**Task goal:** Transcribe exactly the line containing "Binary file added: Landmarks/burping_clam_icon.png" and the remaining lines of the listing below, through the very last.

**Material provided:**
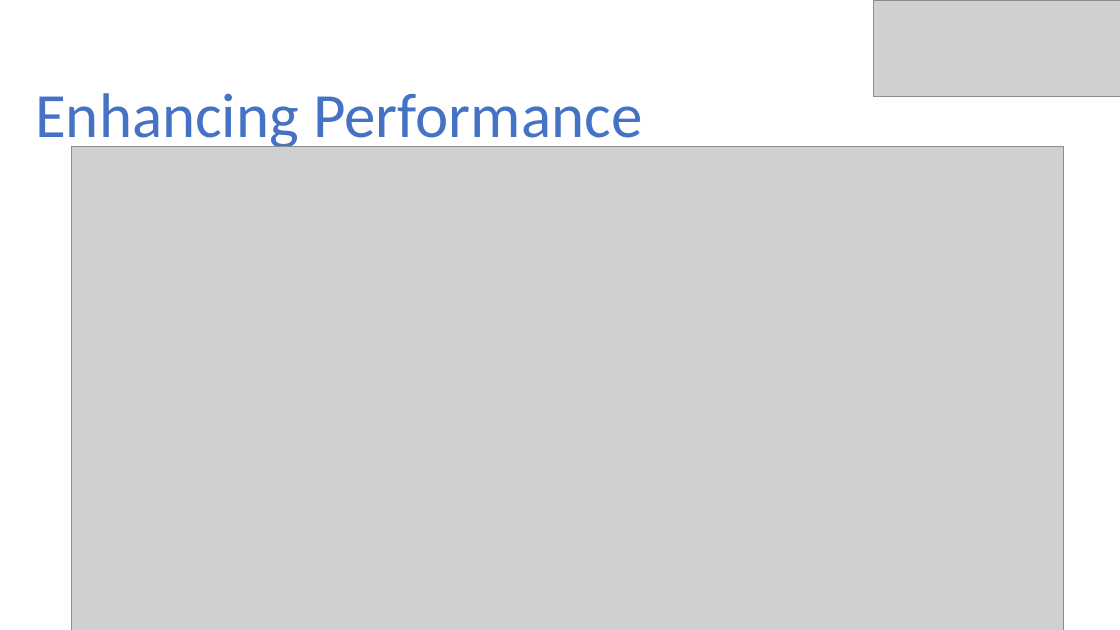
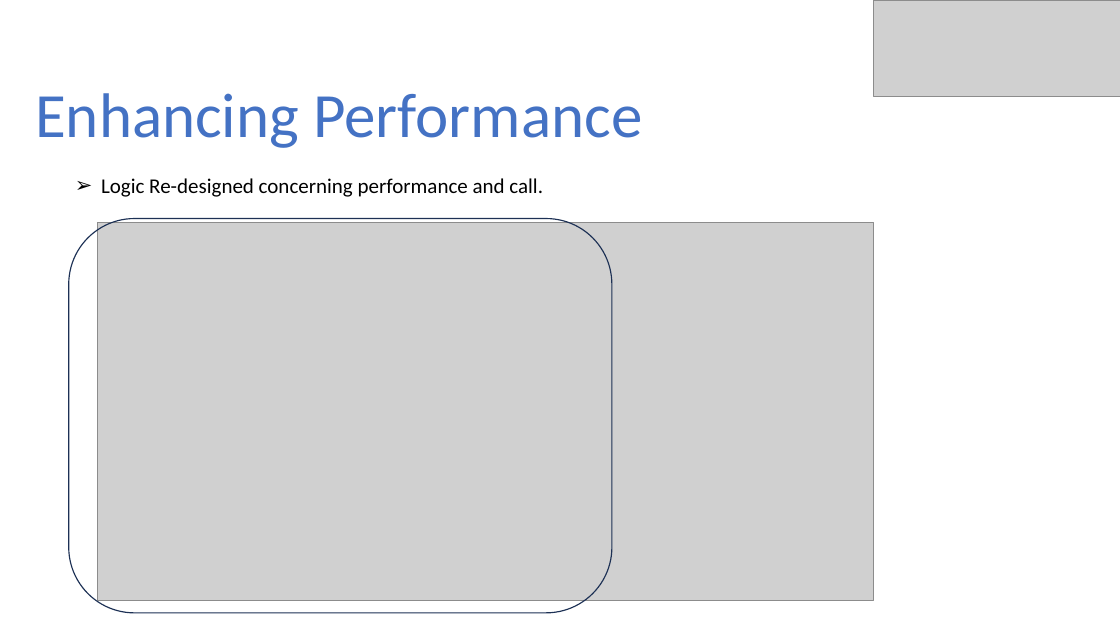
Before and after one commit to ravisankar-PIO/SQL-SP-LnL, a slide deck: slide 16 of IBMi Lunch and Learn Series 2024 - Enhancing Performance with SQL Stored Procedures & UDF.pptx (slide 14 before the commit). Drawn at 1120x630 pixels with LibreOffice and Linux fonts; fonts in the diff are those of the drawing; grey boxes stand for pictures. Boxes give left, top, right and bottom in pixels: in the first picture for what was removed or moved away, otherwise in the second. Text is boxed around its words. In the diff, an @@ line names an element or a change of style, - is before the commit and + after.

```diff
--- a/IBMi Lunch and Learn Series 2024 - Enhancing Performance with SQL Stored Procedures & UDF.pptx
+++ b/IBMi Lunch and Learn Series 2024 - Enhancing Performance with SQL Stored Procedures & UDF.pptx
@@ text added at [101,178,543,197], 18 pt, text #000000 @@
+➢ Logic Re-designed concerning performance and call.
@@ rounded rectangle added at [69,218,613,613], outline #1E3256 1 pt @@
@@ picture: place and size @@
-picture at [71,146,1064,630]
+picture at [97,222,874,600]
```
Also in this commit, not shown: 7 other slides changed, 2 other files.
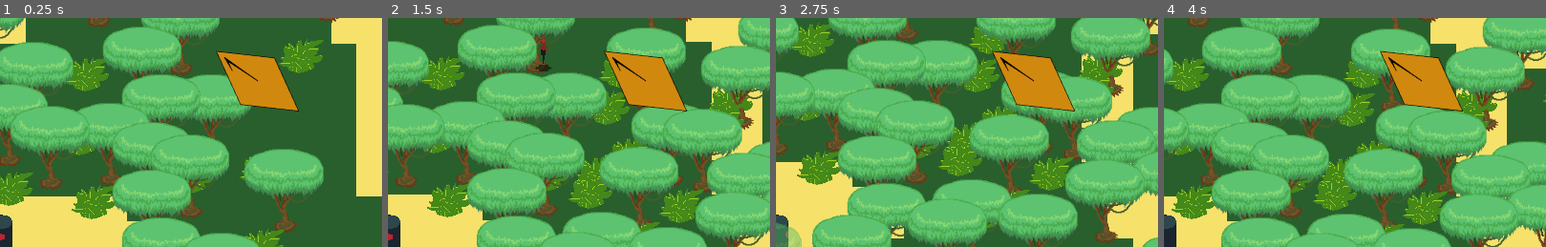
Above: before the commit, frames 1-4 (left to right).
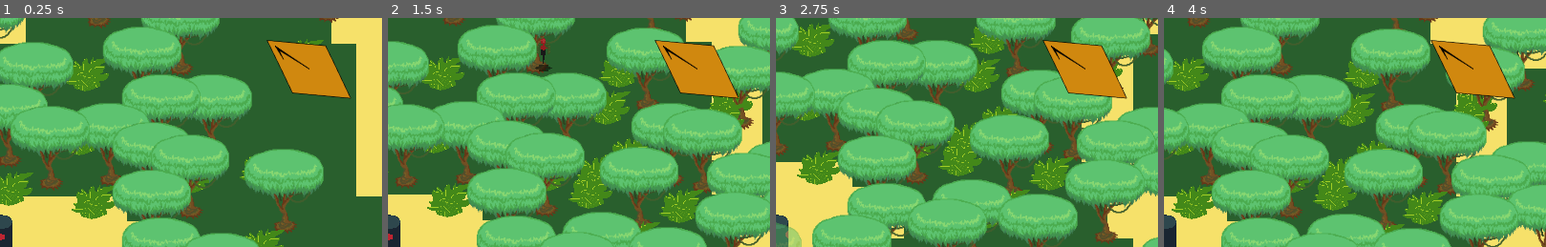
Above: after the commit, the same moments.

Repository: gamkedo-la/Jungle-Adventure
Game: Godot game, scene res://World.tscn
The game is run twice, just before and just after one commit, with the same random seed, the same clock (stepped at 60 frames per second) and the same inputs.
Inputs (mouse positions are % of the whole screen's width and height, from its top left):
- Up to frame 1 (0.25 s): no input
- Up to frame 2 (1.5 s): move the mouse to (72, 45) at 0.52 s; hold Right (ui_right) 0.53-1.28 s; tap C (action) at 0.6, 1.35 s; move the mouse to (30, 55) at 1.27 s; hold Down (ui_down) from 1.28 s (still down)
- Up to frame 3 (2.75 s): move the mouse to (60, 28) at 2.02 s; release Down (ui_down) at 2.03 s; hold Right (ui_right) from 2.03 s (still down); tap C (action) at 2.1 s
- Up to frame 4 (4 s): move the mouse to (45, 70) at 2.77 s; release Right (ui_right) at 2.78 s; hold Up (ui_up) 2.78-3.53 s; tap C (action) at 2.85, 3.6 s; move the mouse to (80, 65) at 3.52 s; hold Left (ui_left) from 3.53 s (still down)
The pictures show only the part of the screen within x 50-100%, y 0-50%; the shares and areas given below are measured in that part.

The runs differ from the first frame. In frame 1, 7.0% of the frame differs, in the area x 56-92%, y 9-41%; in frame 2, 7.0%; in frame 3, 7.0%; in frame 4, 7.0%.

Commit message:
ui (hud): add HUD to prep for landmark ui, move compass into HUD

Diff:
--- a/Landmarks/BurpingClam.tscn
+++ b/Landmarks/BurpingClam.tscn
@@ -159,6 +159,7 @@
 [node name="Sprite2" type="Sprite" parent="."]
 texture = ExtResource( 4 )
 hframes = 6
+frame = 1
 
 [node name="AnimationPlayer" type="AnimationPlayer" parent="."]
 method_call_mode = 1
@@ -169,9 +170,9 @@
 position = Vector2( 9.12205, -40.2715 )
 emitting = false
 amount = 500
-lifetime = 11.126
-speed_scale = 1.3696
-explosiveness = 0.233404
+lifetime = 4.50143
+speed_scale = 0.659607
+explosiveness = 0.662526
 
 [node name="ClamBubblesL" parent="." instance=ExtResource( 3 )]
 position = Vector2( -118.953, 10.0816 )
--- a/RoomGeneration.gd
+++ b/RoomGeneration.gd
@@ -25,7 +25,7 @@
 
 onready var branch_for_members = $BranchForMembers
 onready var branch_for_rooms = $BranchForRooms
-onready var compass = $CanvasLayer/Compass
+onready var compass = $CanvasLayer/HUD/CompassCont/Compass
 
 func _ready():
 	_rng.randomize()
--- /dev/null
+++ b/UI/HUD.gd
@@ -0,0 +1,45 @@
+extends VBoxContainer
+
+onready var vert_margin = $VSpacer
+onready var vert_margin_mid = $VSpacer_MidScreen
+onready var compass_right_margin = $CompassCont/HSpacer
+onready var compass_container = $CompassCont
+onready var compass = $CompassCont/Compass
+onready var landmark_cont = $LandmarkContainer
+
+onready var dimensions = get_viewport_rect()
+# Called when the node enters the scene tree for the first time.
+func _ready():
+	refresh_margins()
+
+	#compass_container.rect_min_size.y = compass.
+	#compass.rect_position.x = dimensions.position.x
+
+func refresh_margins():
+	# HUD Box Positionining
+	rect_position.x = 0
+	rect_position.y = dimensions.position.y
+	rect_min_size = dimensions.size * .90
+
+	# HUD Box Vertical Spacers
+	vert_margin.rect_min_size.y = dimensions.size.y * .1
+	#Compass Box Horizontal Spacer
+	compass_right_margin.rect_size.x = dimensions.size.x * .05
+
+	# Compass Position
+	compass_container.rect_min_size.x = dimensions.size.x * .95
+	compass.rect_position.x = compass_container.rect_size.x * .7
+
+	#Mid Screen Spacer
+	vert_margin_mid.rect_min_size.y = dimensions.size.y * .30
+	vert_margin_mid.rect_min_size.x = dimensions.size.x * .50
+
+	landmark_cont.rect_min_size.x = dimensions.size.x * .50
+	landmark_cont.alignment = BoxContainer.ALIGN_CENTER
+
+
+
+
+func _on_HUD_resized():
+	if dimensions:
+		refresh_margins()
--- a/World.tscn
+++ b/World.tscn
@@ -7,6 +7,8 @@
 [ext_resource path="res://Plant/Temp-Bush.tscn" type="PackedScene" id=5]
 [ext_resource path="res://Plant/Temp-Tree.tscn" type="PackedScene" id=6]
 [ext_resource path="res://Compass/Compass.tscn" type="PackedScene" id=7]
+[ext_resource path="res://UI/HUD.gd" type="Script" id=8]
+[ext_resource path="res://Landmarks/burping_clam_icon.png" type="Texture" id=9]
 
 [sub_resource type="ConvexPolygonShape2D" id=1]
 points = PoolVector2Array( 0, 0, 64, 0, 64, 64, 0, 64 )
@@ -330,14 +332,60 @@
 
 [node name="CanvasLayer" type="CanvasLayer" parent="RoomGenerator"]
 
-[node name="Compass" parent="RoomGenerator/CanvasLayer" instance=ExtResource( 7 )]
-anchor_left = 1.0
-anchor_right = 1.0
-margin_left = -204.0
-margin_top = 100.0
-margin_right = -147.0
-margin_bottom = 59.0
+[node name="HUD" type="VBoxContainer" parent="RoomGenerator/CanvasLayer"]
+margin_right = 40.0
+margin_bottom = 40.0
+script = ExtResource( 8 )
+__meta__ = {
+"_edit_use_anchors_": false
+}
+
+[node name="VSpacer" type="Control" parent="RoomGenerator/CanvasLayer/HUD"]
+margin_right = 1632.0
+margin_bottom = 20.0
+rect_min_size = Vector2( 0, 20 )
+
+[node name="CompassCont" type="HBoxContainer" parent="RoomGenerator/CanvasLayer/HUD"]
+margin_top = 24.0
+margin_right = 1632.0
+margin_bottom = 224.0
+rect_min_size = Vector2( 600, 200 )
+alignment = 2
+
+[node name="Compass" parent="RoomGenerator/CanvasLayer/HUD/CompassCont" instance=ExtResource( 7 )]
+margin_left = 1578.0
+margin_right = 1578.0
+margin_bottom = 200.0
+
+[node name="HSpacer" type="Control" parent="RoomGenerator/CanvasLayer/HUD/CompassCont"]
+margin_left = 1582.0
+margin_right = 1632.0
+margin_bottom = 200.0
+rect_min_size = Vector2( 50, 0 )
+
+[node name="VSpacer_MidScreen" type="Control" parent="RoomGenerator/CanvasLayer/HUD"]
+margin_top = 228.0
+margin_right = 1632.0
+margin_bottom = 728.0
+rect_min_size = Vector2( 0, 500 )
+
+[node name="LandmarkContainer" type="HBoxContainer" parent="RoomGenerator/CanvasLayer/HUD"]
+visible = false
+margin_top = 732.0
+margin_right = 1632.0
+margin_bottom = 832.0
+rect_min_size = Vector2( 0, 100 )
+alignment = 2
+
+[node name="burping_clam_icon" type="TextureRect" parent="RoomGenerator/CanvasLayer/HUD/LandmarkContainer"]
+margin_left = 1559.0
+margin_right = 1632.0
+margin_bottom = 100.0
+texture = ExtResource( 9 )
+[connection signal="resized" from="RoomGenerator/CanvasLayer/HUD" to="RoomGenerator/CanvasLayer/HUD" method="_on_HUD_resized"]
 
 [editable path="RoomGenerator/BranchForRooms/StartingRoom"]
 
 [editable path="RoomGenerator/BranchForRooms/StartingRoom2"]
+
+[editable path="RoomGenerator/CanvasLayer/HUD/CompassCont/Compass"]
Binary file added: Landmarks/WIP Aseprite/burp_clam_surround.aseprite
Binary file added: Landmarks/burping_clam_icon.png
Not shown, added: Landmarks/burping_clam_icon.png.import
Not shown: 1 places in World.tscn that only renumber resources

**Expected output:**
Binary file added: Landmarks/burping_clam_icon.png
Not shown, added: Landmarks/burping_clam_icon.png.import
Not shown: 1 places in World.tscn that only renumber resources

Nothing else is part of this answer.